On paper, this is the healthiest the Knicks have been all season. In reality, Brunson and Hart returned early from ankle injuries in an attempt to give their struggling team a lifeline on Monday.

The Mavericks, however, were without Anthony Davis, Kyrie Irving, centers Daniel Gafford and Dereck Lively II, plus role players D’Angelo Russell, P.J. Washington and Dante Exum.

The Knicks had no business losing to Dallas’ B-minus team at home, fully loaded. A month ago, they would have cruised to an easy win over a lesser opponent. Two months ago, on Nov. 19, they beat the Mavericks in Dallas — in a game the Mavs had more healthy bodies at their disposal.

“They were doing whatever,” said Miles McBride. “Transition. Getting to the paint. Eurostepping us. Finishing. Then kicking out when guys finally helped. We just had no cohesiveness on that end. And then we go on to the other end. Tough shots. And they get out in transition and the dominos are really falling for them.”

The Knicks’ stock has plummeted virtually overnight. This team has drifted away from the brand of basketball that earned it a championship trophy — and no one can quite pinpoint why.

“It doesn’t matter when [we stopped playing that way],” said Towns. “It matters that [we] did. So we’ve gotta figure it out.

“We have a special team, and we’ve got a special opportunity, and we can’t just let it go to waste.”

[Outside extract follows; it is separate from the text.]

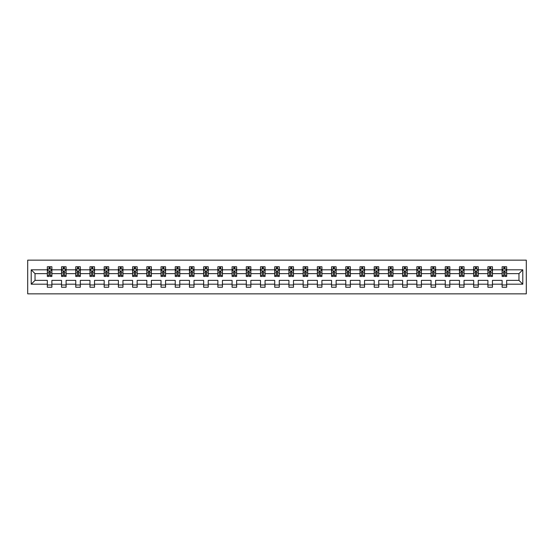 <?xml version="1.0" encoding="UTF-8"?>
<svg xmlns="http://www.w3.org/2000/svg" width="554" height="554" viewBox="0 0 554 554"><rect width="100%" height="100%" fill="white"/><g stroke="black" fill="none" stroke-linecap="round" stroke-linejoin="round"><path stroke-width="0.83" d="M27.7 293.855L526.3 293.855L526.3 260.145L27.7 260.145L27.7 293.855M506.668 284.195L506.668 280.372L518.966 280.372L522.796 284.195L506.668 284.195L506.668 287.249L502.111 287.249L502.111 284.195L492.458 284.195L492.458 287.249L487.901 287.249L487.901 284.195L478.24 284.195L478.24 287.249L473.691 287.249L473.691 284.195L464.03 284.195L464.03 287.249L459.474 287.249L459.474 284.195L449.82 284.195L449.82 287.249L445.264 287.249L445.264 284.195L435.61 284.195L435.61 287.249L431.054 287.249L431.054 284.195L421.393 284.195L421.393 287.249L416.843 287.249L416.843 284.195L407.183 284.195L407.183 287.249L402.626 287.249L402.626 284.195L392.973 284.195L392.973 287.249L388.416 287.249L388.416 284.195L378.763 284.195L378.763 287.249L374.206 287.249L374.206 284.195L364.546 284.195L364.546 287.249L359.996 287.249L359.996 284.195L350.336 284.195L350.336 287.249L345.779 287.249L345.779 284.195L336.126 284.195L336.126 287.249L331.569 287.249L331.569 284.195L321.916 284.195L321.916 287.249L317.359 287.249L317.359 284.195L307.699 284.195L307.699 287.249L303.149 287.249L303.149 284.195L293.488 284.195L293.488 287.249L288.932 287.249L288.932 284.195L279.278 284.195L279.278 287.249L274.722 287.249L274.722 284.195L265.068 284.195L265.068 287.249L260.512 287.249L260.512 284.195L250.851 284.195L250.851 287.249L246.301 287.249L246.301 284.195L236.641 284.195L236.641 287.249L232.084 287.249L232.084 284.195L222.431 284.195L222.431 287.249L217.874 287.249L217.874 284.195L208.221 284.195L208.221 287.249L203.664 287.249L203.664 284.195L194.004 284.195L194.004 287.249L189.454 287.249L189.454 284.195L179.794 284.195L179.794 287.249L175.237 287.249L175.237 284.195L165.584 284.195L165.584 287.249L161.027 287.249L161.027 284.195L151.374 284.195L151.374 287.249L146.817 287.249L146.817 284.195L137.157 284.195L137.157 287.249L132.607 287.249L132.607 284.195L122.946 284.195L122.946 287.249L118.39 287.249L118.39 284.195L108.736 284.195L108.736 287.249L104.18 287.249L104.18 284.195L94.526 284.195L94.526 287.249L89.97 287.249L89.97 284.195L80.309 284.195L80.309 287.249L75.76 287.249L75.76 284.195L66.099 284.195L66.099 287.249L61.542 287.249L61.542 284.195L51.889 284.195L51.889 287.249L47.332 287.249L47.332 284.195L31.204 284.195L31.204 269.805L47.332 269.805L47.332 266.751L51.889 266.751L51.889 269.805L61.542 269.805L61.542 266.751L66.099 266.751L66.099 269.805L75.76 269.805L75.76 266.751L80.309 266.751L80.309 269.805L89.97 269.805L89.97 266.751L94.526 266.751L94.526 269.805L104.18 269.805L104.18 266.751L108.736 266.751L108.736 269.805L118.39 269.805L118.39 266.751L122.946 266.751L122.946 269.805L132.607 269.805L132.607 266.751L137.157 266.751L137.157 269.805L146.817 269.805L146.817 266.751L151.374 266.751L151.374 269.805L161.027 269.805L161.027 266.751L165.584 266.751L165.584 269.805L175.237 269.805L175.237 266.751L179.794 266.751L179.794 269.805L189.454 269.805L189.454 266.751L194.004 266.751L194.004 269.805L203.664 269.805L203.664 266.751L208.221 266.751L208.221 269.805L217.874 269.805L217.874 266.751L222.431 266.751L222.431 269.805L232.084 269.805L232.084 266.751L236.641 266.751L236.641 269.805L246.301 269.805L246.301 266.751L250.851 266.751L250.851 269.805L260.512 269.805L260.512 266.751L265.068 266.751L265.068 269.805L274.722 269.805L274.722 266.751L279.278 266.751L279.278 269.805L288.932 269.805L288.932 266.751L293.488 266.751L293.488 269.805L303.149 269.805L303.149 266.751L307.699 266.751L307.699 269.805L317.359 269.805L317.359 266.751L321.916 266.751L321.916 269.805L331.569 269.805L331.569 266.751L336.126 266.751L336.126 269.805L345.779 269.805L345.779 266.751L350.336 266.751L350.336 269.805L359.996 269.805L359.996 266.751L364.546 266.751L364.546 269.805L374.206 269.805L374.206 266.751L378.763 266.751L378.763 269.805L388.416 269.805L388.416 266.751L392.973 266.751L392.973 269.805L402.626 269.805L402.626 266.751L407.183 266.751L407.183 269.805L416.843 269.805L416.843 266.751L421.393 266.751L421.393 269.805L431.054 269.805L431.054 266.751L435.61 266.751L435.61 269.805L445.264 269.805L445.264 266.751L449.82 266.751L449.82 269.805L459.474 269.805L459.474 266.751L464.03 266.751L464.03 269.805L473.691 269.805L473.691 266.751L478.24 266.751L478.24 269.805L487.901 269.805L487.901 266.751L492.458 266.751L492.458 269.805L502.111 269.805L502.111 266.751L506.668 266.751L506.668 269.805L522.796 269.805L522.796 284.195M502.111 269.805L502.111 273.628L492.458 273.628L492.458 269.805M492.458 284.195L492.458 280.372L502.111 280.372L502.111 284.195M487.901 269.805L487.901 273.628L478.24 273.628L478.24 269.805M478.24 284.195L478.24 280.372L487.901 280.372L487.901 284.195M473.691 269.805L473.691 273.628L464.03 273.628L464.03 269.805M464.03 284.195L464.03 280.372L473.691 280.372L473.691 284.195M459.474 269.805L459.474 273.628L449.82 273.628L449.82 269.805M449.82 284.195L449.82 280.372L459.474 280.372L459.474 284.195M445.264 269.805L445.264 273.628L435.61 273.628L435.61 269.805M435.61 284.195L435.61 280.372L445.264 280.372L445.264 284.195M431.054 269.805L431.054 273.628L421.393 273.628L421.393 269.805M421.393 284.195L421.393 280.372L431.054 280.372L431.054 284.195M416.843 269.805L416.843 273.628L407.183 273.628L407.183 269.805M407.183 284.195L407.183 280.372L416.843 280.372L416.843 284.195M402.626 269.805L402.626 273.628L392.973 273.628L392.973 269.805M392.973 284.195L392.973 280.372L402.626 280.372L402.626 284.195M388.416 269.805L388.416 273.628L378.763 273.628L378.763 269.805M378.763 284.195L378.763 280.372L388.416 280.372L388.416 284.195M374.206 269.805L374.206 273.628L364.546 273.628L364.546 269.805M364.546 284.195L364.546 280.372L374.206 280.372L374.206 284.195M359.996 269.805L359.996 273.628L350.336 273.628L350.336 269.805M350.336 284.195L350.336 280.372L359.996 280.372L359.996 284.195M345.779 269.805L345.779 273.628L336.126 273.628L336.126 269.805M336.126 284.195L336.126 280.372L345.779 280.372L345.779 284.195M331.569 269.805L331.569 273.628L321.916 273.628L321.916 269.805M321.916 284.195L321.916 280.372L331.569 280.372L331.569 284.195M317.359 269.805L317.359 273.628L307.699 273.628L307.699 269.805M307.699 284.195L307.699 280.372L317.359 280.372L317.359 284.195M303.149 269.805L303.149 273.628L293.488 273.628L293.488 269.805M293.488 284.195L293.488 280.372L303.149 280.372L303.149 284.195M288.932 269.805L288.932 273.628L279.278 273.628L279.278 269.805M279.278 284.195L279.278 280.372L288.932 280.372L288.932 284.195M274.722 269.805L274.722 273.628L265.068 273.628L265.068 269.805M265.068 284.195L265.068 280.372L274.722 280.372L274.722 284.195M260.512 269.805L260.512 273.628L250.851 273.628L250.851 269.805M250.851 284.195L250.851 280.372L260.512 280.372L260.512 284.195M246.301 269.805L246.301 273.628L236.641 273.628L236.641 269.805M236.641 284.195L236.641 280.372L246.301 280.372L246.301 284.195M232.084 269.805L232.084 273.628L222.431 273.628L222.431 269.805M222.431 284.195L222.431 280.372L232.084 280.372L232.084 284.195M217.874 269.805L217.874 273.628L208.221 273.628L208.221 269.805M208.221 284.195L208.221 280.372L217.874 280.372L217.874 284.195M203.664 269.805L203.664 273.628L194.004 273.628L194.004 269.805M194.004 284.195L194.004 280.372L203.664 280.372L203.664 284.195M189.454 269.805L189.454 273.628L179.794 273.628L179.794 269.805M179.794 284.195L179.794 280.372L189.454 280.372L189.454 284.195M175.237 269.805L175.237 273.628L165.584 273.628L165.584 269.805M165.584 284.195L165.584 280.372L175.237 280.372L175.237 284.195M161.027 269.805L161.027 273.628L151.374 273.628L151.374 269.805M151.374 284.195L151.374 280.372L161.027 280.372L161.027 284.195M146.817 269.805L146.817 273.628L137.157 273.628L137.157 269.805M137.157 284.195L137.157 280.372L146.817 280.372L146.817 284.195M132.607 269.805L132.607 273.628L122.946 273.628L122.946 269.805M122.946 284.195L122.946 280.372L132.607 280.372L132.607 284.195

“Either we do it — we care enough to do it — or we don’t.” — Jalen Brunson

Maybe the Knicks know why. They’re just choosing not to say it out loud.

Towns’ eyes darted around before answering. McBride concealed frustration with a grin. Hart exhaled deeply. Brunson kept things in-house.

“There’s been a lot of things to pinpoint,” said Brunson. “But as a team we know what we have to do. Either we do it — we care enough to do it — or we don’t.”

The Knicks’ captain still believes. This is the strongest bout of adversity he’s faced since arriving in New York.

“I have the utmost confidence in every person in this room, in this locker room,” he said. “Just things haven’t gone our way. But we have the ability to do it.”

The Knicks are not playing Knicks basketball. They haven’t been for quite some time. Brown echoed Brunson’s belief. Only a month ago, he stood on this same floor celebrating an NBA Cup championship.

“There’s no doubt in my mind,” Brown said. “I believe in everybody in that locker room. You can ask them — I feel they believe in each other, too. We’re going through it. We’ve got to figure out how to get out of it.”

“Last year, no matter what we did, the effort was there.” — Josh Hart

The elephant in the room is that not much has changed with this roster since the Knicks replaced Tom Thibodeau with Brown over the summer. New York added Guerschon Yabusele and Jordan Clarkson in free agency, but neither logged more than three minutes against Dallas. Brown ran an eight-man rotation in a must-win game with his full roster available, despite saying in training camp he hoped to play closer to 10.

“It’s the same group,” Hart said. “When we figure out what we’re doing in terms of playing with urgency, playing with desperation, I think that [other] stuff will come. Guys are gonna be banged up. Guys aren’t gonna be 100 percent. It’s the dog days of the season.

“But the effort? Last year, no matter what we did, the effort was there. I haven’t seen this kind of effort that we had today. It was embarrassing.”

Hart left his teammates with one final reality check after the Knicks’ ninth loss in 11 games.

“We have to make sure we have a professional mindset,” he said. “We can’t go into practice and have things said several times. We can’t come out and not execute an ATO.

“At this point, 40 games in, normally you don’t put too much into struggles. But at this point, we have to play desperate — because that’s what we are right now.”